That seems to be what they are selling with their PR.

But it is PR. We will see in 2024.




ad_hoc said:


> Otherwise it's a nasty thing to do.




It wouldn't be on purpose, I'm sure that they believe everything that they are saying right now.




TheSword said:


> *You could play a 3e character alongside a 3.5e character of the same class and have almost no noticeable difference. *I doubt very much whether a shift was even debated by most groups, it was a non-event. So I think left in the dust is a strong phrase. We carried on using 3e books and adventures right the way through.




Yet many disagreed. There was much angst and gnashing of teeth over 3.5.




TheSword said:


> New options are not revised rules. Liking the new options so much you want to include them in your core books doesn’t even make them revised rules.* I seriously suggest people manage their expectations.*




I agree.




FitzTheRuke said:


> You are right. *It's what every edition (or half-edition) has been:* Incorporating how "everyone" (which is, of course, never _everyone_) is already doing it, or at least, would like to do it. (That and a few untested ideas that look great on paper but will inevitably lead to the next next edition when they don't pan out as planned. Oh! And not quite going far enough with the good ideas. That'll happen too.)




We have WotC's history to see how similar situations were done in the past.

So based on past experience; we have every reason to take anything WotC says through its in house PR "interviews" with a grain of salt, until we have the 50AE D&D 'not-edition' in hand.

2024 will tell the final tale.

But:


Morrus said:


> *50th Anniversary in 2024*
> They've begun work on new versions of the core rulebooks. Recent surveys tie into that. They're still making plans, *but expect more surveys.* More will be said next year.




The "more surveys" might give more insight...


----------



## TheSword

Jaeger said:


> That seems to be what they are selling with their PR.
> 
> But it is PR. We will see in 2024.
> 
> We have WotC's history to see how similar situations were done in the past.
> 
> So based on past experience; we have every reason to take anything WotC says through its in house PR "interviews" with a grain of salt, until we have the 50AE D&D 'not-edition' in hand.
> 
> 2024 will tell the final tale.
> 
> But:
> 
> The "more surveys" might give more insight...



We could base our assumption of the anniversary books on the rules that they have said will be in them… small adjustments to take into account the options in Tasha and to a lesser extent Xanathar. Plus whatever equivalents they release between now and then.

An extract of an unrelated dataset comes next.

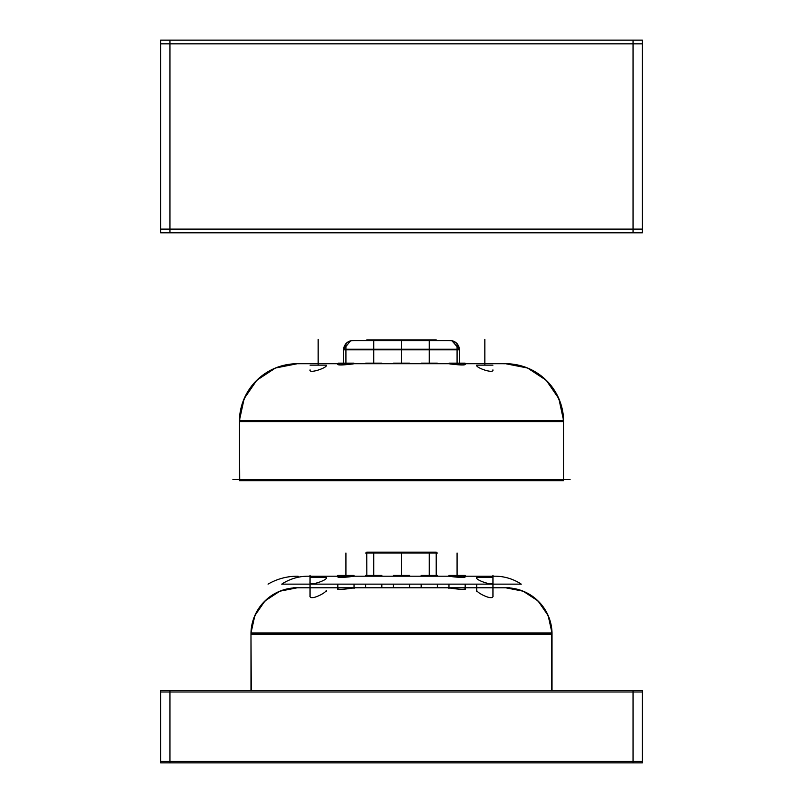 <?xml version="1.0" encoding="UTF-8"?>
<svg xmlns="http://www.w3.org/2000/svg" width="803" height="803" viewBox="0 0 803 803"><rect width="100%" height="100%" fill="white"/><g stroke="black" fill="none" stroke-linecap="round" stroke-linejoin="round"><path stroke-width="1.2" d="M563.596 479.511L563.596 421.625L563.596 479.511L563.596 421.625L239.404 421.625L239.404 479.511M326.239 365.746C326.389 367.915 309.004 374.027 310.028 369.882C309.004 374.027 326.389 367.915 326.239 365.746C326.389 367.915 309.004 374.027 310.028 369.882M354.023 363.729C354.394 363.839 337.33 365.997 337.822 364.311C337.33 365.997 354.394 363.839 354.023 363.729C354.394 363.839 337.33 365.997 337.822 364.311M374.63 363.729L368.517 363.729M434.483 363.729L428.37 363.729M465.178 364.311C465.7 365.987 448.897 363.879 448.977 363.729C448.897 363.879 465.7 365.987 465.178 364.311C465.7 365.987 448.897 363.879 448.977 363.729M492.972 369.882C493.684 373.977 477.052 368.065 476.761 365.746C477.052 368.065 493.684 373.977 492.972 369.882C493.684 373.977 477.052 368.065 476.761 365.746M563.586 420.461L558.848 398.669L546.231 380.281L527.591 368.025L505.709 363.729L527.591 368.025L546.231 380.281L558.848 398.669L563.586 420.461A57.896 57.896 0 0 0 503.882 363.759A57.896 57.896 0 0 1 563.586 420.461A57.896 57.896 0 0 0 503.882 363.759A57.896 57.896 0 0 1 563.586 420.461A57.896 57.896 0 0 0 505.709 363.729A57.896 57.896 0 0 1 563.586 420.461L563.596 480.666L563.596 420.461L563.596 480.666L563.596 420.461L239.404 420.461L244.152 398.669L256.769 380.281L275.409 368.025L297.291 363.729A57.896 57.896 0 0 0 239.414 420.461L239.726 480.666L563.596 480.666L563.596 420.461A57.896 57.896 0 0 0 505.709 363.729L465.178 363.729M343.724 363.157L343.724 349.255L343.604 363.157L343.604 349.837L343.604 363.157L343.604 349.837L459.396 349.837L459.396 363.157L459.396 349.255L459.276 363.157M459.376 349.255A9.265 9.265 0 0 0 450.132 340.572A9.265 9.265 0 0 1 459.376 349.255A9.265 9.265 0 0 0 450.132 340.572L452.43 340.863L459.376 349.255L451.898 340.743L450.132 340.572M353.45 340.592L352.868 340.572A9.265 9.265 0 0 0 343.624 349.255L350.57 340.863L352.868 340.572A9.265 9.265 0 0 0 343.624 349.255A9.265 9.265 0 0 1 352.868 340.572L351.102 340.743M251.279 690.6L250.978 632.945L250.978 690.6L250.978 634.099L552.022 634.099L552.022 690.6L552.022 634.099L250.978 634.099L250.978 690.6L250.978 632.945A46.313 46.313 0 0 1 297.291 587.786A46.313 46.313 0 0 0 250.998 632.945L254.842 615.58L264.96 600.945L279.835 591.199L297.291 587.786L279.835 591.199L264.96 600.945L254.842 615.58L250.998 632.945L552.022 632.945A46.313 46.313 0 0 0 505.709 587.786A46.313 46.313 0 0 1 552.002 632.945L551.721 632.945A46.313 46.223 -90 0 0 505.499 587.786M326.239 578.22C326.801 580.087 309.205 586.622 310.028 582.356C309.205 586.622 326.801 580.087 326.239 578.22M492.972 582.356C493.554 586.602 476.179 580.047 476.761 578.22C476.179 580.047 493.554 586.602 492.972 582.356M476.761 584.132L476.761 590.325C476.48 592.835 493.955 601.517 492.972 595.756C493.955 601.517 476.48 592.835 476.761 590.325L476.761 591.169M326.239 590.325C326.43 592.905 309.035 601.497 310.028 595.756C309.035 601.497 326.43 592.905 326.239 590.325L326.239 591.169M337.822 588.519C337.34 590.667 354.665 587.856 354.023 587.786C354.665 587.856 337.34 590.667 337.822 588.519M428.37 587.786L434.483 587.786L428.37 587.786M448.977 587.786C448.355 587.866 465.66 590.667 465.178 588.519C465.66 590.667 448.355 587.866 448.977 587.786M465.178 576.795C465.65 578.501 448.305 576.263 448.977 576.203C448.305 576.263 465.65 578.501 465.178 576.795M434.483 576.203L428.37 576.203L434.483 576.203M436.17 575.37L436.17 552.213L436.24 575.37L436.24 552.213L436.24 575.37L436.24 552.213L366.76 552.213L366.83 575.37M374.63 576.203L368.517 576.203L374.63 576.203M354.023 576.203C354.685 576.263 337.35 578.501 337.822 576.795C337.35 578.501 354.685 576.263 354.023 576.203M232.92 479.511L570.08 479.511M296.719 363.729L310.61 363.729M326.219 365.164L310.048 365.164M325.667 363.729L338.394 363.729M239.736 420.461A57.896 57.776 -90 0 1 299.318 363.759M563.264 420.461A57.896 57.776 -90 0 0 503.682 363.759M354.013 363.157L338.214 363.157M464.606 363.729L477.333 363.729M492.39 363.729L506.281 363.729M492.952 365.164L476.781 365.164M465.158 363.157L448.987 363.157M433.911 363.729L449.55 363.729M437.394 363.729L437.394 363.157L421.204 363.157M373.546 363.729L429.454 363.729M381.816 363.729L381.816 363.157L365.606 363.157L365.606 363.729M353.45 363.729L369.089 363.729M459.396 363.157L459.396 349.255L459.396 363.157L459.396 349.255L459.396 363.157L459.396 349.255L343.604 349.255L343.604 363.157M343.744 350.409A9.265 9.245 -90 0 1 353.541 340.592M459.256 350.409A9.265 9.245 -90 0 0 449.459 340.592M350.921 340.572L452.079 340.572M436.17 340.572L436.17 339.88L436.24 340.572L436.24 339.88L436.24 340.572L436.24 339.88L436.24 340.572L436.24 339.88L366.76 339.88L366.83 340.572M421.184 363.157L421.184 363.729M409.6 363.729L409.6 363.157L393.4 363.157L393.4 363.729M160.67 691.995L642.33 691.995M551.721 690.6L551.721 632.945M251.289 632.945A46.313 46.223 -90 0 1 297.501 587.786M307.981 576.203A57.896 51.954 90 0 0 281.733 584.132L521.267 584.132A57.896 51.954 90 0 0 495.019 576.203A57.896 51.954 90 0 1 521.267 584.132L281.733 584.132L521.267 584.132A57.896 51.954 90 0 0 495.019 576.203A57.896 51.954 90 0 1 521.267 584.132L281.733 584.132L521.267 584.132A57.896 51.954 90 0 0 495.019 576.203A57.896 51.954 90 0 1 521.267 584.132L281.733 584.132A57.896 51.954 90 0 1 307.981 576.203A57.896 51.954 90 0 0 281.733 584.132A57.896 51.954 90 0 1 307.981 576.203A57.896 51.954 90 0 0 281.733 584.132A57.896 51.954 90 0 1 307.981 576.203L337.822 576.203L307.981 576.203M492.972 596.589L492.972 575.37M493.805 576.203L475.928 576.203M492.922 577.387L476.761 577.387M326.199 577.387L310.028 577.387M310.028 596.589L310.028 575.37M293.125 587.786L509.875 587.786L293.125 587.786M465.178 589.352L465.178 584.132M466.011 576.203L448.134 576.203M465.138 575.37L448.967 575.37M448.967 588.619L448.967 584.132M438.227 576.203L420.35 576.203M437.354 575.37L421.184 575.37L421.184 576.203L421.184 575.37M437.394 587.786L437.394 584.132M437.394 576.203L437.394 575.37M421.184 587.786L421.184 584.132L421.184 587.786M437.625 553.046L365.375 553.046M409.6 587.786L409.6 584.132L409.6 587.786M409.6 575.37L409.6 576.203L409.6 575.37L393.4 575.37L393.4 576.203L393.4 575.37M393.4 587.786L393.4 584.132L393.4 587.786M410.443 576.203L392.557 576.203L410.443 576.203M381.816 587.786L381.816 584.132L381.816 587.786M381.776 575.37L381.816 576.203L381.816 575.37L365.606 575.37L365.606 576.203M382.65 576.203L364.773 576.203M365.606 587.786L365.606 584.132M337.822 589.352L337.822 584.132M353.982 575.37L337.822 575.37M354.866 576.203L336.989 576.203M354.033 588.619L354.033 584.132M327.072 576.203L309.195 576.203M633.065 762.85L633.065 690.6M160.67 761.465L642.33 761.465M169.935 690.6L169.935 762.85M642.33 690.6L642.33 762.85L160.67 762.85L160.67 690.6L642.33 690.6M160.67 229.106L642.33 229.106M169.935 40.15L169.935 232.81M642.33 43.854L160.67 43.854M633.065 232.81L633.065 40.15M160.67 232.81L160.67 40.15L642.33 40.15L642.33 232.81L160.67 232.81M337.822 363.729L297.291 363.729A57.896 57.896 0 0 0 239.414 420.461L244.152 398.669L256.769 380.281L275.409 368.025L297.291 363.729A57.896 57.896 0 0 0 239.414 420.461L239.404 480.666L239.404 420.461M318.139 365.164L318.139 339.398M318.139 363.729L318.139 339.388M345.922 343.704L345.922 363.157M373.716 339.88L373.716 363.157M429.284 339.88L429.284 363.157M457.078 343.704L457.078 363.157M484.861 363.729L484.861 339.398M484.861 365.164L484.861 339.388M401.5 339.88L401.5 363.157M459.376 350.409A9.265 9.265 0 0 0 449.55 340.592A9.265 9.265 0 0 1 459.376 350.409A9.265 9.265 0 0 0 449.55 340.592A9.265 9.265 0 0 1 459.376 350.409M563.596 421.625L239.404 421.625L563.596 421.625M459.396 349.837L343.604 349.837L459.396 349.837M552.022 690.6L552.022 632.945A46.313 46.313 0 0 0 504.254 587.806A46.313 46.313 0 0 1 552.002 632.945L548.158 615.58L538.04 600.945L523.165 591.199L505.709 587.786L523.165 591.199L538.04 600.945L548.158 615.58L552.002 632.945L552.022 690.6L552.022 632.945L552.022 690.6M298.124 576.213A57.896 57.896 0 0 0 268.051 584.132A57.896 57.896 0 0 1 298.124 576.213A57.896 57.896 0 0 0 268.051 584.132A57.896 57.896 0 0 1 298.124 576.213A57.896 57.896 0 0 0 268.051 584.132A57.896 57.896 0 0 1 298.124 576.213A57.896 57.896 0 0 0 268.051 584.132A57.896 57.896 0 0 1 298.124 576.213A57.896 57.896 0 0 0 268.051 584.132A57.896 57.896 0 0 1 298.124 576.213A57.896 57.896 0 0 0 268.051 584.132A57.896 57.896 0 0 1 298.124 576.213M484.861 577.387L484.861 576.203M318.139 577.387L318.139 576.203M457.078 575.37L457.078 553.046L457.078 575.37M429.284 575.37L429.284 553.046M401.5 575.37L401.5 553.046M373.716 575.37L373.716 553.046M345.922 575.37L345.922 553.046L345.922 575.37M465.158 363.729L337.842 363.729M366.76 340.572L366.76 339.88L366.76 340.572M337.862 576.203L465.138 576.203L337.862 576.203M465.178 576.203L495.019 576.203L465.178 576.203"/></g></svg>

Does it have to be any more complicated than that? Let’s be honest, WOC have been innovating and tinkering with the rules monthly since inception through Unearthed Arcana and we’ve had an insight into the rules through designer blogs and their responses to UA. They’ve reached out to customers for feedback more than any other edition. I just don’t see where the surprises are coming from.


----------



## Jaeger

TheSword said:


> *We could base our assumption of the anniversary books on *the rules that they have said will be in them… small adjustments to take into account the options in Tasha and to a lesser extent Xanathar. Plus whatever equivalents they release between now and then.





TheSword said:


> ...  *I just don’t see where the surprises are coming from.*




There is this:


Morrus said:


> *50th Anniversary in 2024*
> They've begun work on new versions of the core rulebooks. *Recent surveys tie into that.*




The recent surveys asked a LOT of questions about Classes, Class abilities, and Subclasses.

And they are going to do more surveys.



Morrus said:


> but *expect more surveys*. More will be said next year.




Because:


TheSword said:


> *They’ve reached out to customers for feedback *more than any other edition




So they are not going to act on the info gleaned from the surveys asking about Classes, Class abilities, and Subclasses?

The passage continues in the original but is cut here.